In any case, in describing the programming scramble caused by the press conference, The Hollywood Reporter pretty much sums up why no one watches broadcast TV any more:

The stakes were particularly high for NBC, which airs the most-watched show of the summer, "America's Got Talent," at 9 p.m. This week, the reality hit includes a heavily promoted interview with "Britain's Got Talent" singing sensation Susan Boyle.... ABC News often has the highest-rated coverage of Obama's primetime events and ABC was leaning toward carrying the conference all day. In one respect, the shift to 8 p.m. could make their night more tricky. ABC's highest-rated reality show, "Wipeout," will be pushed to 9 p.m. to face "America's Got Talent" along with "So You Think You Can Dance," with "I Survived a Japanese Game Show" moved to 10 p.m. The ABC News special "Over a Barrel: The Truth About Oil," originally slated for 10 p.m. Wednesday, will air Friday as a special edition of "20/20."

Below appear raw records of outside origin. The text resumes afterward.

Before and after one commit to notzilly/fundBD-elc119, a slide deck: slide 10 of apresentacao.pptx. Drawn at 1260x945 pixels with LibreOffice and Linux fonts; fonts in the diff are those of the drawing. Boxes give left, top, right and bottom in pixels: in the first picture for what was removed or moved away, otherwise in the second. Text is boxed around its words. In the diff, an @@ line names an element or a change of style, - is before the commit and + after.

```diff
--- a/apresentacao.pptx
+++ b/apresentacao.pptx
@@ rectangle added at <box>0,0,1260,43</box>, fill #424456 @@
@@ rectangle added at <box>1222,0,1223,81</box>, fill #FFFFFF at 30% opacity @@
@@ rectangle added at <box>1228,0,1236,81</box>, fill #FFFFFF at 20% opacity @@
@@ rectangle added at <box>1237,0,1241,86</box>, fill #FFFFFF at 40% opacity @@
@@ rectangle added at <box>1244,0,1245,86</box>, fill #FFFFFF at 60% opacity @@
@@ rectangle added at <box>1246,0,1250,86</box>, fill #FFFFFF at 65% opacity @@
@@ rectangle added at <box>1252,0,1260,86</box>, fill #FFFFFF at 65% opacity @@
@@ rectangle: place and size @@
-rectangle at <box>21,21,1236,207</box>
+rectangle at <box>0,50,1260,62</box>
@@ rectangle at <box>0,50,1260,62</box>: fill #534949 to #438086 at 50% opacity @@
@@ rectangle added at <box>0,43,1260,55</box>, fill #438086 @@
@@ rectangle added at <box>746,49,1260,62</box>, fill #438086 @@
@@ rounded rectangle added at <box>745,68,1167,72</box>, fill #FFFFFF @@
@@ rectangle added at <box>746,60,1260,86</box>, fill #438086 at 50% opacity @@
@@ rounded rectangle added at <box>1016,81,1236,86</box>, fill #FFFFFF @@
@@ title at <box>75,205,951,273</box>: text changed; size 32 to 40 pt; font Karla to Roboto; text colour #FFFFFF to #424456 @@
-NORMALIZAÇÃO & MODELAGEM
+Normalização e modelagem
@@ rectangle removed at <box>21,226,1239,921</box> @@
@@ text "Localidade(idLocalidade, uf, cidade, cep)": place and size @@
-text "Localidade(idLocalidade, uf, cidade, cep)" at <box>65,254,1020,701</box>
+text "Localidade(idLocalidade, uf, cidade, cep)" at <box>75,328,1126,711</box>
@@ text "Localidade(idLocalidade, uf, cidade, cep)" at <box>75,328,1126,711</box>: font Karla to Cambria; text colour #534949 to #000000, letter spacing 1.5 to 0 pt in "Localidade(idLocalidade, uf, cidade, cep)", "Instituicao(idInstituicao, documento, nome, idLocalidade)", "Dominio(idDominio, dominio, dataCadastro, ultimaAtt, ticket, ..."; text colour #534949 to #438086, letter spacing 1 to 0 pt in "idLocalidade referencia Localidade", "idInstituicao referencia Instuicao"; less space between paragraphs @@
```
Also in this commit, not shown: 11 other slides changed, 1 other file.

Fox airs its top-rated two-hour "So You Think You Can Dance" on Wednesday nights and will direct viewers to Fox News for the news conference.

That's right, television executives were willing to face down the White House over Susan Boyle and retreads of Japanese game shows where people bathe in squids and razor blades. The last time this happened, when George W. Bush scheduled a presser on the first day of May sweeps in 2005, they forced him to change the start time over CSI, Will & Grace, and The O.C. That's how far they've fallen. In their defense, summer has become the traditional time for vile reality TV. But the fact that NBC essentially told Barack Obama, "We are not going to take your press conference at 9 p.m. because we have to air a deranged foreign lady and amateur vocalist" is a good measure of just how desperate they are.

The solution of course, is to just break up the press conferences with ad slots. It's an engaged, Tivo-proof audience, and there are dozens of brands out there that would love to be associated with Obama. Back in February, his 8 p.m. presser netted NBC 9.75 million viewers—2 million more than stuck around for Heroes an hour later.